Unfortunately, the biggest problem that I'm currently encountering is yet to be solved. I find it incredibly difficult to work on a freelance basis and keep my schedule under control. Often, I will have either too many days off or too few days off and, inevitably, I end up with multiple shows wanting to book the same day. Thanks to Google Calendar, I very rarely accidentally double-book.
What was the most fun you’ve had at work?
I think that it is important for the crew to try and have a fun time at work because it can sometimes translate to a better show on air. Even though my job is considered to be technical in nature, there is a lot of creativity involved as well. I had the most fun working on The Jerry Lewis Telethon because of the seat-of-the-pants nature of the show and being witness to Jerry's hilarious backstage antics.
Jobwise, what do you hope to be doing five years from now?
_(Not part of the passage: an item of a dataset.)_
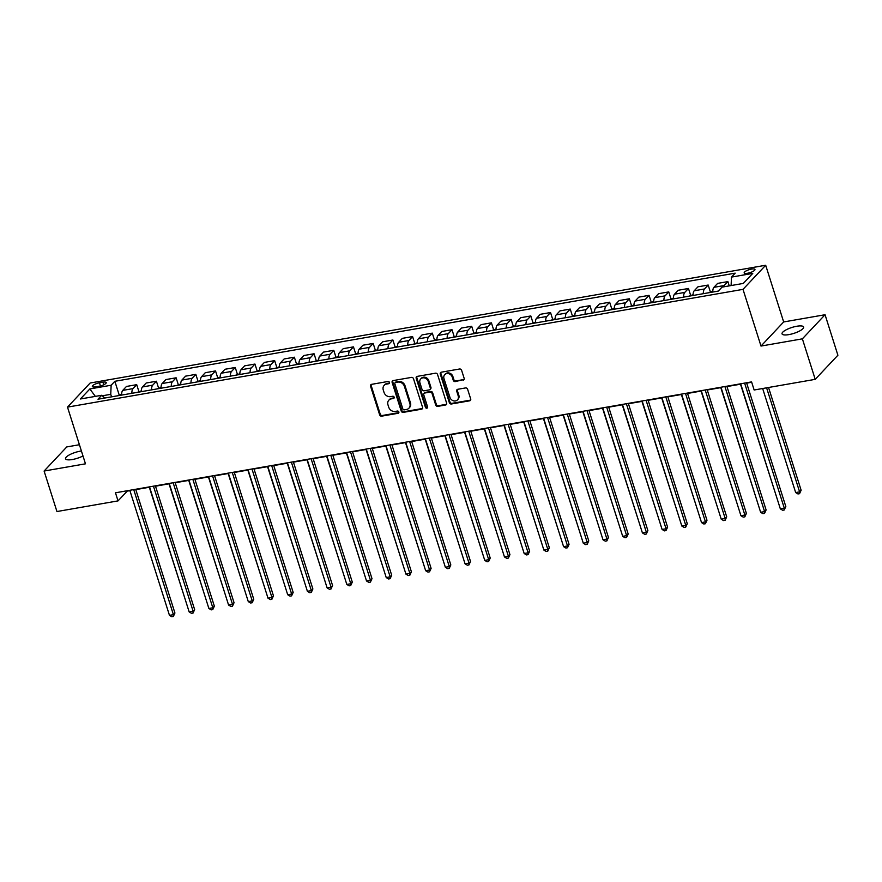 <?xml version="1.0" encoding="UTF-8"?>
<svg xmlns="http://www.w3.org/2000/svg" width="882" height="882" viewBox="0 0 882 882"><rect width="100%" height="100%" fill="white"/><g stroke="black" fill="none" stroke-linecap="round" stroke-linejoin="round"><path stroke-width="1.32" d="M389.469 382.402A1.213 1.047 -136.8 0 0 388.036 381.476L371.598 384.343A1.731 1.499 -136.8 0 0 370.55 386.206L379.635 414.827A1.731 1.499 -136.8 0 0 381.685 416.15L398.124 413.283A1.213 1.047 -136.8 0 0 397.418 411.056L395.29 411.431A5.557 4.785 -136.8 0 1 388.719 407.197L387.97 404.816A5.557 4.785 -136.8 0 1 388.874 400.152A5.557 4.785 -136.8 0 1 391.299 398.862L393.427 398.488A1.213 1.047 -136.8 0 0 394.166 397.187A1.213 1.047 -136.8 0 0 392.722 396.261L390.594 396.635A5.557 4.785 -136.8 0 1 384.034 392.413L383.273 390.02A5.557 4.785 -136.8 0 1 384.177 385.357A5.557 4.785 -136.8 0 1 386.614 384.078L388.742 383.703A1.213 1.047 -136.8 0 0 389.469 382.402M796.744 326.263A11.312 3.109 -17.6 0 0 782.047 333.859A11.312 3.109 -17.6 0 0 788.905 334.609A11.312 3.109 -17.6 0 0 803.612 327.013A11.312 3.109 -17.6 0 0 796.744 326.263M81.409 450.989A11.312 3.109 -17.6 0 0 80.251 451.176A11.312 3.109 -17.6 0 0 65.544 458.761A11.312 3.109 -17.6 0 0 72.401 459.511A11.312 3.109 -17.6 0 0 82.985 455.961M751.541 269.076A5.656 1.555 -17.6 0 0 744.188 272.869A5.656 1.555 -17.6 0 0 747.616 273.244A5.656 1.555 -17.6 0 0 754.97 269.451A5.656 1.555 -17.6 0 0 751.541 269.076M463.116 380.219A1.731 1.499 -136.8 0 0 464.164 378.356L461.617 370.33A1.731 1.499 -136.8 0 0 459.566 369.007L441.309 372.193A1.731 1.499 -136.8 0 0 440.261 374.045L449.346 402.677A1.731 1.499 -136.8 0 0 451.397 403.989L469.654 400.814A1.731 1.499 -136.8 0 0 470.69 398.951L467.614 389.249A1.731 1.499 -136.8 0 0 465.564 387.926L457.747 389.293A1.731 1.499 -136.8 0 0 456.711 391.156L458.232 395.963A4.642 4.002 -136.8 0 1 457.482 399.866A4.642 4.002 -136.8 0 1 453.304 400.77A4.642 4.002 -136.8 0 1 449.952 397.407L443.977 378.565A4.642 4.002 -136.8 0 1 444.737 374.663A4.642 4.002 -136.8 0 1 448.916 373.759A4.642 4.002 -136.8 0 1 452.257 377.121L453.249 380.263A1.731 1.499 -136.8 0 0 455.31 381.575L463.734 379.569A1.731 1.499 -136.8 0 0 464.13 379.436M761.001 346.064L802.377 338.842L815.222 379.348L837.9 355.237L825.056 314.731L783.668 321.952L765.686 265.25L743.008 289.362L761.001 346.064L783.668 321.952M79.424 444.726L66.778 446.931L44.1 471.043L85.477 463.822L67.495 407.12L743.008 289.362M44.1 471.043L56.944 511.538L118.034 500.888L127.229 491.12L129.908 490.646M815.222 379.348L754.143 389.998L751.574 381.895L115.465 492.795L118.034 500.888M413.493 378.72A1.731 1.499 -136.8 0 0 411.442 377.397L393.185 380.583A1.731 1.499 -136.8 0 0 392.137 382.435L401.222 411.067A1.731 1.499 -136.8 0 0 403.272 412.379L421.53 409.204A1.731 1.499 -136.8 0 0 422.566 407.341L413.493 378.72M417.241 376.382L435.499 373.196A1.731 1.499 -136.8 0 1 437.549 374.519L446.634 403.151A1.731 1.499 -136.8 0 1 445.586 405.003L437.781 406.37A1.731 1.499 -136.8 0 1 435.719 405.047L432.037 393.438A1.731 1.499 -136.8 0 0 429.986 392.115L424.804 393.019A1.731 1.499 -136.8 0 0 423.768 394.882L427.594 406.966A1.213 1.047 -136.8 0 1 425.433 407.341L416.194 378.246A1.731 1.499 -136.8 0 1 417.241 376.382M95.653 386.845L99.126 386.25A5.479 1.51 -17.6 0 0 106.248 382.567A5.479 1.51 -17.6 0 0 102.918 382.204L99.457 382.81A5.479 1.51 -17.6 0 0 92.334 386.481A5.479 1.51 -17.6 0 0 95.653 386.845M765.686 265.25L90.173 383.008L67.495 407.12M104.892 398.014L101.706 395.279L97.99 399.215L718.334 291.071L722.038 287.135L743.317 283.42L752.754 273.387L731.476 277.091L735.18 273.155L114.847 381.3L111.143 385.236L110.746 394.331L111.54 396.856M101.706 395.279L80.416 398.984L89.854 388.951L111.143 385.236M802.377 338.842L825.056 314.731M135.795 489.62L149.62 487.217M155.497 486.191L169.322 483.777M175.198 482.752L189.024 480.348M194.911 479.323L208.736 476.908M214.613 475.883L228.438 473.469M234.325 472.443L248.14 470.04M254.027 469.015L267.852 466.6M273.729 465.575L287.554 463.171M293.441 462.146L307.256 459.731M313.143 458.706L326.968 456.292M332.845 455.266L346.67 452.863M352.557 451.838L366.383 449.423M372.259 448.398L386.084 445.994M391.972 444.969L405.786 442.555M411.673 441.529L425.499 439.115M431.375 438.089L445.201 435.686M451.088 434.661L464.902 432.246M470.79 431.221L484.615 428.817M490.491 427.792L504.317 425.378M510.204 424.352L524.029 421.938M529.906 420.912L543.731 418.509M549.618 417.484L563.433 415.069M569.32 414.044L583.145 411.64M589.022 410.615L602.847 408.201M608.734 407.175L622.549 404.761M628.436 403.736L642.261 401.332M648.138 400.307L661.963 397.892M667.85 396.867L681.676 394.463M687.552 393.438L701.377 391.024M707.265 389.998L721.079 387.584M726.966 386.559L740.792 384.155M746.668 383.13L751.684 382.259M110.746 394.331L102.312 395.798M119.158 394.893L114.847 381.3M138.86 391.454L136.71 384.662L126.468 386.448L122.752 390.395A7.067 2.999 80.1 0 0 121.617 395.103M158.573 388.025L156.412 381.233L146.169 383.02L142.465 386.955A7.067 2.999 80.1 0 0 141.318 391.663M178.274 384.585L176.124 377.794L165.871 379.58L162.167 383.527A7.067 2.999 80.1 0 0 161.031 388.223M197.976 381.145L195.826 374.365L185.584 376.151L181.868 380.087A7.067 2.999 80.1 0 0 180.733 384.795M217.689 377.717L215.528 370.925L205.285 372.711L201.581 376.658A7.067 2.999 80.1 0 0 200.446 381.355M237.39 374.277L235.24 367.485L224.987 369.271L221.283 373.218A7.067 2.999 80.1 0 0 220.147 377.926M257.103 370.848L254.942 364.057L244.7 365.843L240.995 369.779A7.067 2.999 80.1 0 0 239.849 374.486M276.805 367.408L274.655 360.617L264.402 362.403L260.697 366.35A7.067 2.999 80.1 0 0 259.562 371.046M296.506 363.968L294.356 357.188L284.114 358.974L280.399 362.91A7.067 2.999 80.1 0 0 279.263 367.618M316.219 360.54L314.058 353.748L303.816 355.534L300.112 359.481A7.067 2.999 80.1 0 0 298.965 364.178M335.921 357.1L333.771 350.308L323.518 352.094L319.813 356.041A7.067 2.999 80.1 0 0 318.678 360.749M355.622 353.671L353.473 346.88L343.23 348.666L339.515 352.602A7.067 2.999 80.1 0 0 338.379 357.309M375.335 350.231L373.174 343.44L362.932 345.226L359.228 349.173A7.067 2.999 80.1 0 0 358.092 353.88M395.037 346.791L392.887 340.011L382.634 341.797L378.929 345.733A7.067 2.999 80.1 0 0 377.794 350.441M414.749 343.363L412.589 336.571L402.346 338.357L398.642 342.304A7.067 2.999 80.1 0 0 397.495 347.001M434.451 339.923L432.301 333.131L422.048 334.917L418.344 338.864A7.067 2.999 80.1 0 0 417.208 343.572M454.153 336.494L452.003 329.703L441.761 331.489L438.045 335.425A7.067 2.999 80.1 0 0 436.91 340.132M473.866 333.054L471.705 326.263L461.462 328.049L457.758 331.996A7.067 2.999 80.1 0 0 456.611 336.703M493.567 329.614L491.417 322.834L481.164 324.62L477.46 328.556A7.067 2.999 80.1 0 0 476.324 333.264M513.269 326.186L511.119 319.394L500.877 321.18L497.161 325.127A7.067 2.999 80.1 0 0 496.026 329.824M532.982 322.746L530.821 315.954L520.578 317.74L516.874 321.687A7.067 2.999 80.1 0 0 515.738 326.395M552.683 319.317L550.533 312.526L540.28 314.312L536.576 318.248A7.067 2.999 80.1 0 0 535.44 322.955M572.396 315.877L570.235 309.086L559.993 310.872L556.277 314.819A7.067 2.999 80.1 0 0 555.142 319.527M592.098 312.437L589.948 305.657L579.694 307.443L575.99 311.379A7.067 2.999 80.1 0 0 574.855 316.087M611.799 309.009L609.649 302.217L599.407 304.003L595.692 307.95A7.067 2.999 80.1 0 0 594.556 312.647M631.512 305.569L629.351 298.778L619.109 300.564L615.404 304.51A7.067 2.999 80.1 0 0 614.258 309.218M651.214 302.14L649.064 295.349L638.811 297.135L635.106 301.071A7.067 2.999 80.1 0 0 633.971 305.778M670.915 298.7L668.765 291.909L658.523 293.695L654.808 297.642A7.067 2.999 80.1 0 0 653.672 302.35M690.628 295.261L688.467 288.48L678.225 290.266L674.521 294.202A7.067 2.999 80.1 0 0 673.385 298.91M710.33 291.832L708.18 285.04L697.927 286.826L694.222 290.773A7.067 2.999 80.1 0 0 693.087 295.47M729.238 285.878L727.882 281.601L717.639 283.387L713.924 287.334A7.067 2.999 80.1 0 0 712.788 292.041M136.71 384.662L133.006 388.609A7.067 2.999 80.1 0 0 131.87 393.317M156.412 381.233L152.707 385.169A7.067 2.999 80.1 0 0 151.572 389.877M176.124 377.794L172.409 381.741A7.067 2.999 80.1 0 0 171.273 386.437M195.826 374.365L192.122 378.301A7.067 2.999 80.1 0 0 190.986 383.008M215.528 370.925L211.823 374.872A7.067 2.999 80.1 0 0 210.688 379.569M235.24 367.485L231.536 371.432A7.067 2.999 80.1 0 0 230.389 376.14M254.942 364.057L251.238 367.992A7.067 2.999 80.1 0 0 250.102 372.7M274.655 360.617L270.939 364.564A7.067 2.999 80.1 0 0 269.804 369.26M294.356 357.188L290.652 361.124A7.067 2.999 80.1 0 0 289.505 365.832M314.058 353.748L310.354 357.695A7.067 2.999 80.1 0 0 309.218 362.392M333.771 350.308L330.055 354.255A7.067 2.999 80.1 0 0 328.92 358.963M353.473 346.88L349.768 350.815A7.067 2.999 80.1 0 0 348.633 355.523M373.174 343.44L369.47 347.387A7.067 2.999 80.1 0 0 368.334 352.083M392.887 340.011L389.183 343.947A7.067 2.999 80.1 0 0 388.036 348.655M412.589 336.571L408.884 340.518A7.067 2.999 80.1 0 0 407.749 345.215M432.301 333.131L428.586 337.078A7.067 2.999 80.1 0 0 427.45 341.786M452.003 329.703L448.299 333.639A7.067 2.999 80.1 0 0 447.152 338.346M471.705 326.263L468 330.21A7.067 2.999 80.1 0 0 466.865 334.917M491.417 322.834L487.702 326.77A7.067 2.999 80.1 0 0 486.566 331.478M511.119 319.394L507.415 323.341A7.067 2.999 80.1 0 0 506.279 328.038M530.821 315.954L527.116 319.901A7.067 2.999 80.1 0 0 525.981 324.609M550.533 312.526L546.829 316.462A7.067 2.999 80.1 0 0 545.682 321.169M570.235 309.086L566.531 313.033A7.067 2.999 80.1 0 0 565.395 317.74M589.948 305.657L586.232 309.593A7.067 2.999 80.1 0 0 585.097 314.301M609.649 302.217L605.945 306.164A7.067 2.999 80.1 0 0 604.798 310.861M629.351 298.778L625.647 302.724A7.067 2.999 80.1 0 0 624.511 307.432M649.064 295.349L645.348 299.285A7.067 2.999 80.1 0 0 644.213 303.992M668.765 291.909L665.061 295.856A7.067 2.999 80.1 0 0 663.926 300.564M688.467 288.48L684.763 292.416A7.067 2.999 80.1 0 0 683.627 297.124M708.18 285.04L704.475 288.987A7.067 2.999 80.1 0 0 703.329 293.684M727.882 281.601L724.177 285.548A7.067 2.999 80.1 0 0 723.438 286.882M731.112 285.548L731.476 277.091M95.355 396.382L89.854 388.951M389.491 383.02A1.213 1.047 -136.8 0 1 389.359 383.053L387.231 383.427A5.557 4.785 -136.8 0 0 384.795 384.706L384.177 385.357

There is always room to grow for me. The most obvious path is to move into directing. I am just hopeful that the TV industry stays strong enough to support good union labor in Los Angeles for as long as possible.
What are your outside activities, hobbies, passions?
I love to sail and hang out at the beach with my wonderful wife Laura and newborn son David.
Favorite movie(s)? Why?
My all-time favorite movie is Lawrence of Arabia because of its epic nature, but I love any movies that involve Vikings, the Old West or bank robbing.
Favorite TV program(s)? Why?
My favorite TV program recently on the air is Cosmos. It's so cool that Fox put a science show on primetime.
Do you have an industry mentor?
Allan Wells, John Pritchett, Keith Winikoff, Rick Edwards and Eric Becker are on my Mount Rushmore of Technical Directing. They have been responsible for many innovations and I admired their work long before I ever met them in person.
What advice would you offer to someone interested in pursuing your line of work?
To anyone wanting to become a technical director, I would suggest starting small. There are a million ways to make mistakes in this job, so it is best to start somewhere more tolerant of inexperience.
Was there ever a circumstance when you had to rely on the Guild for help or assistance?
I have found that the Guild-provided health and welfare benefits have been extremely helpful in making it possible to have a normal life in the crazy world of freelance.
Is there anything you’d like to say to your fellow Guild members, some words of encouragement?
We should all strive to do our best work on every job so that employers see the advantage to hiring union labor vs. non-union. I have found that the skill of IA members can be a valuable asset to large scale TV productions.